Stored items from a collection
▶

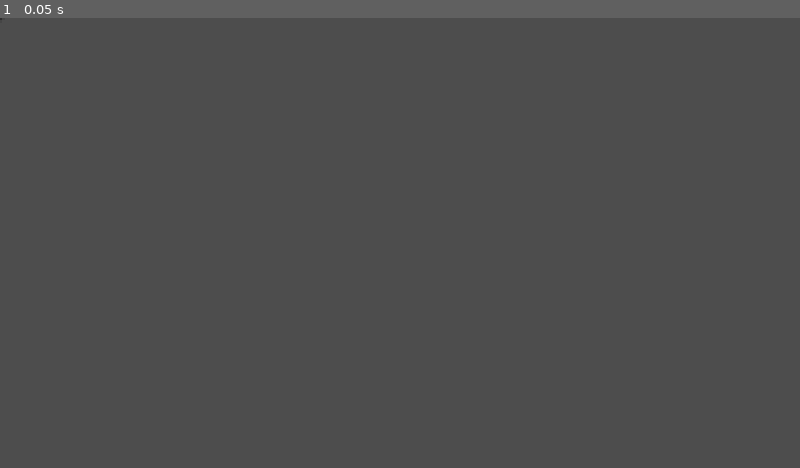
Above: before the commit, frame 1.
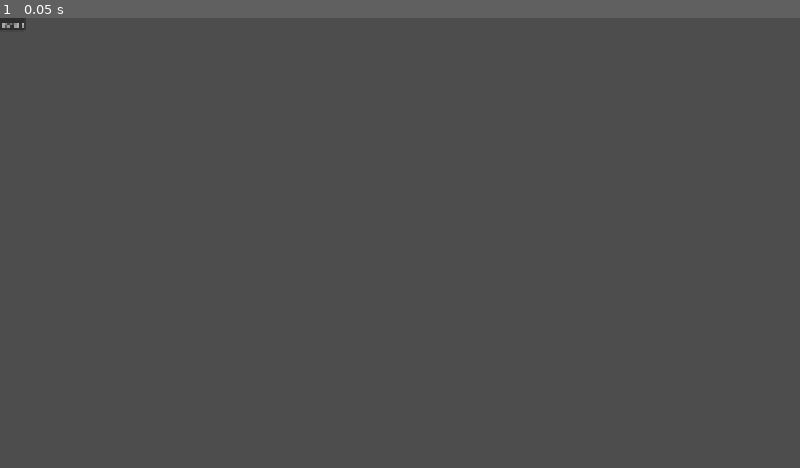
Above: after the commit, the same moment.

Repository: Orangechrisy/gmtk-game-jam-2026
Game: Godot game, scene res://Events/EventOptions/event_option_button.tscn
Two runs of this game, one before a commit and one after it. Both use one fixed random seed, a clock stepped at 60 frames per second and the inputs below. This scene is started directly instead of the project's main scene. The engine's default icon, where the game draws it, is replaced by a stand-in: a white triangle on a blue panel in a dark square.
Inputs:
- Up to frame 1 (0.05 s): no input

The runs differ from the first frame. In frame 1, less than 0.1% of the frame differs, in the area x 0-3%, y 0-3%.

Commit message:
portraits, event scene fitting, tooltip showing
added portraits, adjusted event scene to better fit things, got button tooltip working

Diff:
--- a/Events/EventOptions/eo_test_option.tres
+++ b/Events/EventOptions/eo_test_option.tres
@@ -13,6 +13,6 @@
 [resource]
 script = ExtResource("3_807sd")
 option_name = &"Test Option"
-option_desc = "Test"
+option_desc = "[p]Here's a few words:[/p][p][color=green]something good!superf good woaowo asog toato atoat[/color][/p][p][color=red]something bad![/color][/p]"
 success_effects = Array[ExtResource("2_ba27t")]([SubResource("Resource_f1m6l")])
 metadata/_custom_type_script = "uid://db3u1h61ikpph"
--- a/Events/EventOptions/event_option_button.gd
+++ b/Events/EventOptions/event_option_button.gd
@@ -28,3 +28,7 @@
 
 func _on_mouse_exited() -> void:
 	tooltip.visible = false
+
+
+func _on_pressed() -> void:
+	print("button pressed!")
--- a/Events/EventOptions/event_option_button.tscn
+++ b/Events/EventOptions/event_option_button.tscn
@@ -5,7 +5,9 @@
 [node name="EventOptionButton" type="Button" unique_id=417465851]
 offset_right = 8.0
 offset_bottom = 8.0
+text = "button"
 script = ExtResource("1_q5vtx")
 
 [connection signal="mouse_entered" from="." to="." method="_on_mouse_entered"]
 [connection signal="mouse_exited" from="." to="." method="_on_mouse_exited"]
+[connection signal="pressed" from="." to="." method="_on_pressed"]
--- a/Events/EventOptions/options_tooltip.gd
+++ b/Events/EventOptions/options_tooltip.gd
@@ -1,17 +1,14 @@
 extends Control
 
-@export var texture: Texture2D
-@export var desc: StringName
-@export var success: StringName
-@export var failure: StringName
+@export var OFFSET: Vector2
 
-func set_values(description: StringName, success_outcome: Array[EventEffect], failure_outcome: Array[EventEffect]):
-	desc = description
-	set_outcome_text(success_outcome, failure_outcome)
+func set_values(desc: StringName, success_outcome: Array[EventEffect], failure_outcome: Array[EventEffect]):
+	%OptionDescription.text = desc
+	#set_outcome_text(success_outcome, failure_outcome)
 
 func set_outcome_text(successes: Array[EventEffect], failures: Array[EventEffect]):
-	success = ""
-	failure = ""
+	#%SuccessEffect.text = "succ\n"
+	#%FailureEffect.text = "fail\n"
 	for succ in successes:
 		pass
 		# TODO: set up EventEffect get function to get text nice there
@@ -19,3 +16,7 @@
 	for fail in failures:
 		pass
 		# TODO: same here
+
+func _process(delta: float) -> void:
+	if visible:
+		position = get_global_mouse_position() + OFFSET
--- a/Events/EventOptions/options_tooltip.tscn
+++ b/Events/EventOptions/options_tooltip.tscn
@@ -3,33 +3,42 @@
 [ext_resource type="Script" uid="uid://bq311dn3ooc1b" path="res://Events/EventOptions/options_tooltip.gd" id="1_adssf"]
 
 [node name="OptionsTooltip" type="Control" unique_id=261198937]
+visible = false
 layout_mode = 3
 anchors_preset = 15
 anchor_right = 1.0
 anchor_bottom = 1.0
 grow_horizontal = 2
 grow_vertical = 2
+mouse_filter = 2
 script = ExtResource("1_adssf")
+OFFSET = Vector2(25, 5)
 
 [node name="PanelContainer" type="PanelContainer" parent="." unique_id=1806888856]
 layout_mode = 0
 offset_right = 40.0
 offset_bottom = 40.0
 
-[node name="TextureRect" type="TextureRect" parent="PanelContainer" unique_id=845781904]
-layout_mode = 2
-
 [node name="MarginContainer" type="MarginContainer" parent="PanelContainer" unique_id=364648170]
 layout_mode = 2
 
 [node name="VBoxContainer" type="VBoxContainer" parent="PanelContainer/MarginContainer" unique_id=395643780]
 layout_mode = 2
+theme_override_constants/separation = 0
 
 [node name="OptionDescription" type="RichTextLabel" parent="PanelContainer/MarginContainer/VBoxContainer" unique_id=1132878829]
+unique_name_in_owner = true
+custom_maximum_size = Vector2(250, -1)
 layout_mode = 2
+bbcode_enabled = true
+fit_content = true
 
 [node name="SuccessEffect" type="RichTextLabel" parent="PanelContainer/MarginContainer/VBoxContainer" unique_id=296027316]
+unique_name_in_owner = true
 layout_mode = 2
+fit_content = true
 
 [node name="FailureEffect" type="RichTextLabel" parent="PanelContainer/MarginContainer/VBoxContainer" unique_id=1908653324]
+unique_name_in_owner = true
 layout_mode = 2
+fit_content = true
--- a/Events/MapEvents/event_scene.gd
+++ b/Events/MapEvents/event_scene.gd
@@ -22,4 +22,4 @@
 func set_dialogue(dialogue_strings: Array[String]):
 	%Description.text = ""
 	for line in dialogue_strings:
-		%Description.text += line + '/n'
+		%Description.text += line + '\n'
--- a/Events/MapEvents/event_scene.tscn
+++ b/Events/MapEvents/event_scene.tscn
@@ -1,8 +1,10 @@
 [gd_scene format=3 uid="uid://dxd0a1wsh1fpq"]
 
 [ext_resource type="Script" uid="uid://cg6eb32fs7qab" path="res://Events/MapEvents/event_scene.gd" id="1_qshbi"]
-[ext_resource type="Texture2D" uid="uid://cd44h1y4ssfat" path="res://icon.svg" id="1_ug82v"]
+[ext_resource type="Texture2D" uid="uid://d0tp7oprp4mbt" path="res://Assets/PORTRAIT_common_dude_1.png" id="2_086s4"]
 [ext_resource type="PackedScene" uid="uid://4yyww0bjv0og" path="res://Events/EventOptions/options_tooltip.tscn" id="3_086s4"]
+
+[sub_resource type="StyleBoxEmpty" id="StyleBoxEmpty_g4v7s"]
 
 [node name="EventScene" type="Control" unique_id=1552972099]
 z_index = 5
@@ -21,7 +23,6 @@
 script = ExtResource("1_qshbi")
 
 [node name="CenterContainer" type="CenterContainer" parent="." unique_id=1859437871]
-custom_maximum_size = Vector2(900, 400)
 layout_mode = 1
 anchors_preset = 8
 anchor_left = 0.5
@@ -51,55 +52,62 @@
 autowrap_mode = 2
 horizontal_alignment = 1
 
-[node name="PanelContainer2" type="PanelContainer" parent="CenterContainer/VBoxContainer" unique_id=1534425131]
-custom_minimum_size = Vector2(500, 300)
+[node name="PanelContainer2" type="PanelContainer" parent="CenterContainer/VBoxContainer" unique_id=929177062]
+layout_mode = 2
+theme_override_styles/panel = SubResource("StyleBoxEmpty_g4v7s")
+
+[node name="MarginContainer" type="MarginContainer" parent="CenterContainer/VBoxContainer/PanelContainer2" unique_id=1100434938]
+layout_mode = 2
+theme_override_constants/margin_left = 20
+theme_override_constants/margin_top = 20
+theme_override_constants/margin_right = 20
+theme_override_constants/margin_bottom = 20
+
+[node name="HBoxContainer" type="HBoxContainer" parent="CenterContainer/VBoxContainer/PanelContainer2/MarginContainer" unique_id=1811618000]
 layout_mode = 2
 
-[node name="HBoxContainer" type="HBoxContainer" parent="CenterContainer/VBoxContainer/PanelContainer2" unique_id=1811618000]
+[node name="Portrait" type="TextureRect" parent="CenterContainer/VBoxContainer/PanelContainer2/MarginContainer/HBoxContainer" unique_id=2046719252]
+unique_name_in_owner = true
 layout_mode = 2
+texture = ExtResource("2_086s4")
+stretch_mode = 2
 
-[node name="Portrait" type="TextureRect" parent="CenterContainer/VBoxContainer/PanelContainer2/HBoxContainer" unique_id=2046719252]
-unique_name_in_owner = true
-custom_maximum_size = Vector2(250, -1)
-layout_mode = 2
-texture = ExtResource("1_ug82v")
-expand_mode = 2
-
-[node name="VBoxContainer" type="VBoxContainer" parent="CenterContainer/VBoxContainer/PanelContainer2/HBoxContainer" unique_id=535706079]
-custom_minimum_size = Vector2(650, 0)
-custom_maximum_size = Vector2(650, -1)
+[node name="VBoxContainer" type="VBoxContainer" parent="CenterContainer/VBoxContainer/PanelContainer2/MarginContainer/HBoxContainer" unique_id=535706079]
 layout_mode = 2
 size_flags_horizontal = 3
 
-[node name="PanelContainer" type="PanelContainer" parent="CenterContainer/VBoxContainer/PanelContainer2/HBoxContainer/VBoxContainer" unique_id=898216938]
-custom_minimum_size = Vector2(0, 50)
+[node name="PanelContainer" type="PanelContainer" parent="CenterContainer/VBoxContainer/PanelContainer2/MarginContainer/HBoxContainer/VBoxContainer" unique_id=898216938]
+custom_minimum_size = Vector2(750, 50)
 layout_mode = 2
 
-[node name="CharacterName" type="RichTextLabel" parent="CenterContainer/VBoxContainer/PanelContainer2/HBoxContainer/VBoxContainer/PanelContainer" unique_id=2136102427]
+[node name="CharacterName" type="RichTextLabel" parent="CenterContainer/VBoxContainer/PanelContainer2/MarginContainer/HBoxContainer/VBoxContainer/PanelContainer" unique_id=2136102427]
 unique_name_in_owner = true
 layout_mode = 2
 text = "Name"
 fit_content = true
 vertical_alignment = 1
 
-[node name="PanelContainer2" type="PanelContainer" parent="CenterContainer/VBoxContainer/PanelContainer2/HBoxContainer/VBoxContainer" unique_id=725863787]
+[node name="PanelContainer2" type="PanelContainer" parent="CenterContainer/VBoxContainer/PanelContainer2/MarginContainer/HBoxContainer/VBoxContainer" unique_id=725863787]
 layout_mode = 2
 size_flags_vertical = 3
 
-[node name="Description" type="RichTextLabel" parent="CenterContainer/VBoxContainer/PanelContainer2/HBoxContainer/VBoxContainer/PanelContainer2" unique_id=1101498113]
+[node name="Description" type="RichTextLabel" parent="CenterContainer/VBoxContainer/PanelContainer2/MarginContainer/HBoxContainer/VBoxContainer/PanelContainer2" unique_id=1101498113]
 unique_name_in_owner = true
 layout_mode = 2
 text = "Description"
 fit_content = true
 
-[node name="PanelContainer3" type="PanelContainer" parent="CenterContainer/VBoxContainer/PanelContainer2/HBoxContainer/VBoxContainer" unique_id=1812871839]
+[node name="PanelContainer3" type="PanelContainer" parent="CenterContainer/VBoxContainer/PanelContainer2/MarginContainer/HBoxContainer/VBoxContainer" unique_id=1812871839]
 custom_minimum_size = Vector2(0, 70)
 custom_maximum_size = Vector2(-1, 70)
 layout_mode = 2
 
-[node name="Options" type="HBoxContainer" parent="CenterContainer/VBoxContainer/PanelContainer2/HBoxContainer/VBoxContainer/PanelContainer3" unique_id=1717400536]
+[node name="Options" type="HBoxContainer" parent="CenterContainer/VBoxContainer/PanelContainer2/MarginContainer/HBoxContainer/VBoxContainer/PanelContainer3" unique_id=1717400536]
 unique_name_in_owner = true
 layout_mode = 2
 
 [node name="OptionsTooltip" parent="." unique_id=261198937 instance=ExtResource("3_086s4")]
 layout_mode = 1
+offset_left = -1.0
+offset_right = -1.0
+mouse_filter = 2
--- a/Events/MapEvents/test_map_event.tres
+++ b/Events/MapEvents/test_map_event.tres
@@ -4,10 +4,13 @@
 [ext_resource type="Script" uid="uid://5jgxt4qdei0u" path="res://Events/event_condition.gd" id="1_ycg6t"]
 [ext_resource type="Script" uid="uid://cipcjs28d1y2n" path="res://Events/map_event.gd" id="2_unhim"]
 [ext_resource type="Resource" uid="uid://dgoh6t7wpr2iu" path="res://Events/EventOptions/eo_test_option.tres" id="3_pupgl"]
+[ext_resource type="Texture2D" uid="uid://c23kc8756wrkf" path="res://Assets/PORTRAIT_party_guy.png" id="4_pupgl"]
 
 [resource]
 script = ExtResource("2_unhim")
 event_name = &"Test Event"
+portrait = ExtResource("4_pupgl")
+character_name = &"party guy"
 dialogue = Array[String](["this is a test event", "it has, test things"])
 options = Array[ExtResource("1_dqkqt")]([ExtResource("3_pupgl")])
 metadata/_custom_type_script = "uid://cipcjs28d1y2n"
--- a/Events/event_option.gd
+++ b/Events/event_option.gd
@@ -3,7 +3,7 @@
 
 # Variables
 @export var option_name: StringName = ""
-@export var option_desc: String = ""
+@export_multiline var option_desc: String = ""
 @export var conditions: Array[EventCondition]
 @export var success_odds: float = 1 # TODO: Add way to alter this?
 
--- a/Events/map_event.gd
+++ b/Events/map_event.gd
@@ -4,6 +4,7 @@
 
 # Variables
 @export var event_name: StringName = ""
+## Dimensions are 368 x 512
 @export var portrait: Texture2D
 @export var character_name: StringName = ""
 @export var dialogue: Array[String] # TODO: Replace with something
--- a/project.godot
+++ b/project.godot
@@ -29,6 +29,11 @@
 window/stretch/mode="canvas_items"
 window/stretch/aspect="expand"
 
+[gui]
+
+timers/tooltip_delay_sec=0.0
+timers/tooltip_delay_sec.editor_hint=0.2
+
 [physics]
 
 3d/physics_engine="Jolt Physics"
@@ -39,3 +44,4 @@
 rendering_device/driver.windows="d3d12"
 renderer/rendering_method="gl_compatibility"
 renderer/rendering_method.mobile="gl_compatibility"
+2d/snap/snap_2d_transforms_to_pixel=true
Binary file added: Assets/PORTRAIT_common_dude_1.png
Not shown, added: Assets/PORTRAIT_common_dude_1.png.import
Binary file added: Assets/PORTRAIT_duchess.png
Not shown, added: Assets/PORTRAIT_duchess.png.import
Binary file added: Assets/PORTRAIT_general.png
Not shown, added: Assets/PORTRAIT_general.png.import
Binary file added: Assets/PORTRAIT_party_guy.png
Not shown, added: Assets/PORTRAIT_party_guy.png.import
Binary file added: Assets/PORTRAIT_radical.png
Not shown, added: Assets/PORTRAIT_radical.png.import
Binary file added: Assets/PORTRAIT_spymaster.png
Not shown, added: Assets/PORTRAIT_spymaster.png.import

◀

Problem details –
Take every line from the data above that holds "TODO" and copy it out.

Final answer –
 		# TODO: set up EventEffect get function to get text nice there
 		# TODO: same here
 @export var success_odds: float = 1 # TODO: Add way to alter this?
 @export var dialogue: Array[String] # TODO: Replace with something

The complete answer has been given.